[DATA Boundary: Start]
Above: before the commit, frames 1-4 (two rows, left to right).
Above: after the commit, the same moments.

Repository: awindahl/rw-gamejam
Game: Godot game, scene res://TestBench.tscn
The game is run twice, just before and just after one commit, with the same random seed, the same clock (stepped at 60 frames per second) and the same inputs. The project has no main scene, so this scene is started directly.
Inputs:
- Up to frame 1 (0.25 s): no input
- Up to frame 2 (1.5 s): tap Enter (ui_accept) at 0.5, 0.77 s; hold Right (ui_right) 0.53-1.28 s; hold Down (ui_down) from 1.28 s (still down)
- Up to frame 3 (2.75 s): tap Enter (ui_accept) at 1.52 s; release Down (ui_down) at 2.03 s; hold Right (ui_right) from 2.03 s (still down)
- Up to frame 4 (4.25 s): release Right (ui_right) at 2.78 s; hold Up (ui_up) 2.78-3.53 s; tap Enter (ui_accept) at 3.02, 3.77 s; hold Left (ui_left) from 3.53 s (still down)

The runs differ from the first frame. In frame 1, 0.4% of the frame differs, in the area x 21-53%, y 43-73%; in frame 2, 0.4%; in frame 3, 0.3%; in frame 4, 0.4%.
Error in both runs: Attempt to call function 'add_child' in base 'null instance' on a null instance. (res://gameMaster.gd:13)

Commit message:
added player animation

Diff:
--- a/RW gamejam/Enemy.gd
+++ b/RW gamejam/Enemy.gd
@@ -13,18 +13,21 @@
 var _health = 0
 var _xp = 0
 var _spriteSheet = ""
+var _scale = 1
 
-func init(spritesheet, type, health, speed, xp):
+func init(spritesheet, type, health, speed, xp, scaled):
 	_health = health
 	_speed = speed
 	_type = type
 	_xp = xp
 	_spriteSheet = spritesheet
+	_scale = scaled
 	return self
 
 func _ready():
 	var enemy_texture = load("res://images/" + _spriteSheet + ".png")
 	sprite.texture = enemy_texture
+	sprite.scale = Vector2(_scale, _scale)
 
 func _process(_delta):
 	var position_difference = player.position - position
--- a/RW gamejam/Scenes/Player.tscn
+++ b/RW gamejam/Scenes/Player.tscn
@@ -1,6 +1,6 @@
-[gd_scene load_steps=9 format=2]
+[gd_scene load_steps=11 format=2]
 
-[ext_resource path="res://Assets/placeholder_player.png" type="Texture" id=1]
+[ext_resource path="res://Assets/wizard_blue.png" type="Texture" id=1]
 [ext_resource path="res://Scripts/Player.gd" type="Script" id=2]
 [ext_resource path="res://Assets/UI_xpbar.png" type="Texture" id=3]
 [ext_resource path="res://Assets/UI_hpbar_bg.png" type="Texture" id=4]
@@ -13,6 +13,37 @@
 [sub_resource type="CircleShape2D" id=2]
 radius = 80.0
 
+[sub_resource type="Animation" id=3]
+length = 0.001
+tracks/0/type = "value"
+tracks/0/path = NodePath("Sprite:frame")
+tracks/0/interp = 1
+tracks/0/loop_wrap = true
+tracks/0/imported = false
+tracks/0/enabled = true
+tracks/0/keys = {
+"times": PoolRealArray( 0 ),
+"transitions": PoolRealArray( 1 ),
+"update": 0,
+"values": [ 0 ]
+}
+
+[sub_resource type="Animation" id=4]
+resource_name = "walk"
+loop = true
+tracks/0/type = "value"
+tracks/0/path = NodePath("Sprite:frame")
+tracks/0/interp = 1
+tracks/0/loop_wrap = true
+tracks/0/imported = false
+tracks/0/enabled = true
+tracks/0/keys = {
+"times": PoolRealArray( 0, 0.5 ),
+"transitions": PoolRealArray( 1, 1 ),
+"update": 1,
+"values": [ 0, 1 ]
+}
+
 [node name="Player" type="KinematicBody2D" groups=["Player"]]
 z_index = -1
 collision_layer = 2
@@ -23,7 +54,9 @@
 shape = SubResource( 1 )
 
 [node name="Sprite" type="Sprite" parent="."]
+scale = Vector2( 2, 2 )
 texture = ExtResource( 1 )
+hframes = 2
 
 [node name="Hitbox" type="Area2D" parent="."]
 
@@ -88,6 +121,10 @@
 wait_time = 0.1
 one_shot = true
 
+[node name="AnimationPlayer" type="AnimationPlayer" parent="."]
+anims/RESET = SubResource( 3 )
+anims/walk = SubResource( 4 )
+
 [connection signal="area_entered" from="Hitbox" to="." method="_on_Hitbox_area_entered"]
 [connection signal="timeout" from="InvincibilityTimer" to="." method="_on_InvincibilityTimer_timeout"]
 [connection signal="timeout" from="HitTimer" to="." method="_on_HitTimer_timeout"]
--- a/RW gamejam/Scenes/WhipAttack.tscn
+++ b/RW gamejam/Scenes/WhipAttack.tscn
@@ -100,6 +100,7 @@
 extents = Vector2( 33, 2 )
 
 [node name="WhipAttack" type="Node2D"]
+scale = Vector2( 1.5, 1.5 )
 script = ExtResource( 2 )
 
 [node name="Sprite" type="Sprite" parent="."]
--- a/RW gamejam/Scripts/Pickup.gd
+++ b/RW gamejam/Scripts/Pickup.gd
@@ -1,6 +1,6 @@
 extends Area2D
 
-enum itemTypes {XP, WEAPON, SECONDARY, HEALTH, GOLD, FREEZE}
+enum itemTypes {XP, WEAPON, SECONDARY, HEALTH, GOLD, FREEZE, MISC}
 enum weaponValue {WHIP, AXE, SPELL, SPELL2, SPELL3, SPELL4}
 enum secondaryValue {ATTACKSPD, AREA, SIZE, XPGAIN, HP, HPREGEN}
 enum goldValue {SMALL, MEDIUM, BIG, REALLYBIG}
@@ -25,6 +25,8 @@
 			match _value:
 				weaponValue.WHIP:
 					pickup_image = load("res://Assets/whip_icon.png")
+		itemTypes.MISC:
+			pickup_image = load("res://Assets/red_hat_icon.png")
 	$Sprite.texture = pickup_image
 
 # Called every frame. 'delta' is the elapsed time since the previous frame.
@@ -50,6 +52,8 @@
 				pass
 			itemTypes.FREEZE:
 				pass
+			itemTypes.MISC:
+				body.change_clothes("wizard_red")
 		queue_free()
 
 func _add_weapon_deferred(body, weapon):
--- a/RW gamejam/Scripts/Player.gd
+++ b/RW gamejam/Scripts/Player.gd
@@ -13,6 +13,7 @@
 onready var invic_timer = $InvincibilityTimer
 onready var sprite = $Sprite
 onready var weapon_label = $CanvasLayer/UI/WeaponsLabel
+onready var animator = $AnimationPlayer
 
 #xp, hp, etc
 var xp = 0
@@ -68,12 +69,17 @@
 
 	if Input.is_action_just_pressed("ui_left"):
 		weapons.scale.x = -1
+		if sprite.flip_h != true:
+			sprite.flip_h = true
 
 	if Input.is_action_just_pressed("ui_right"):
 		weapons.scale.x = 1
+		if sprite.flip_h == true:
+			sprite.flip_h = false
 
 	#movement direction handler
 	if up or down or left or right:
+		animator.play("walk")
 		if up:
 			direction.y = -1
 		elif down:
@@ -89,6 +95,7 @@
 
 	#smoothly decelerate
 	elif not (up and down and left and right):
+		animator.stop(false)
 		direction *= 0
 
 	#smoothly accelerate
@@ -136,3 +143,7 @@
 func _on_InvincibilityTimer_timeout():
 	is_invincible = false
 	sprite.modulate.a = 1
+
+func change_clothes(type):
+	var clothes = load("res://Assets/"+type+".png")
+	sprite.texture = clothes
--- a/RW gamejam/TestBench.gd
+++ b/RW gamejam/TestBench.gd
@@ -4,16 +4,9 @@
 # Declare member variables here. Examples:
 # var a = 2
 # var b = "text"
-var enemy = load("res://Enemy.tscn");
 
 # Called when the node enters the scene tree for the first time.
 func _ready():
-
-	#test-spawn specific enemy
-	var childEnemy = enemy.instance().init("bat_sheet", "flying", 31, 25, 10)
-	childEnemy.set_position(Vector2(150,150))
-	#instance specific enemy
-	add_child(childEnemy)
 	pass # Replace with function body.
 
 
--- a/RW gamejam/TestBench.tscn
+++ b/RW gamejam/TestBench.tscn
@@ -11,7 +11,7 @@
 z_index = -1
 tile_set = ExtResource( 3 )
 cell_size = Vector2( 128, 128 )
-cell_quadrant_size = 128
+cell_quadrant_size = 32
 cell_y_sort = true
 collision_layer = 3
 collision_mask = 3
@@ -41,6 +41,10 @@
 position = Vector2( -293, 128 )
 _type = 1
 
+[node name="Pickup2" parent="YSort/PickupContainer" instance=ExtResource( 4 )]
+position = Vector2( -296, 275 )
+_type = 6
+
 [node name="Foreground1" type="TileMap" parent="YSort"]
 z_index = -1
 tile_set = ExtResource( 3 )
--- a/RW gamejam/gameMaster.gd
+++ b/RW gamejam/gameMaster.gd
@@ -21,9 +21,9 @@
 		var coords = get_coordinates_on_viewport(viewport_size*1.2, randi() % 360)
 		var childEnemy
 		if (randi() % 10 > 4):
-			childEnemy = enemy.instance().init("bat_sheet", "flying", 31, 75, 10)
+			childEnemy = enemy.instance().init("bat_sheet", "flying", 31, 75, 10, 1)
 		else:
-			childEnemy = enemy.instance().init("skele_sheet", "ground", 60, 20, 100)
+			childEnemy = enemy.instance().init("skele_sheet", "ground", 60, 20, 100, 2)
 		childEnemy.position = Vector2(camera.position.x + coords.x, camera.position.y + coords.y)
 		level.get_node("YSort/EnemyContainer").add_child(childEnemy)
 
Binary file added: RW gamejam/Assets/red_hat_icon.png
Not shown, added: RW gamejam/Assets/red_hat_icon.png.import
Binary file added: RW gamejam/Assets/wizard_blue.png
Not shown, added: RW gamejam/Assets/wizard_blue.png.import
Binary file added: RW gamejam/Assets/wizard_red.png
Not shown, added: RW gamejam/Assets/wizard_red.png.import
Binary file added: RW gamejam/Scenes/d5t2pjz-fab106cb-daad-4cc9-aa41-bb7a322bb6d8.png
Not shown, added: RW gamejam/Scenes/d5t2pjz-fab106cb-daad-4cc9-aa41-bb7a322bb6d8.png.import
[DATA Boundary: End]
◆ **TASK OBJECTIVE**: Please output only the lines from the first line of the entries through the line with "Game: Godot game, scene res://TestBench.tscn", both included, exactly as written.

◆ **ANSWER SPACE**:
Above: before the commit, frames 1-4 (two rows, left to right).
Above: after the commit, the same moments.

Repository: awindahl/rw-gamejam
Game: Godot game, scene res://TestBench.tscn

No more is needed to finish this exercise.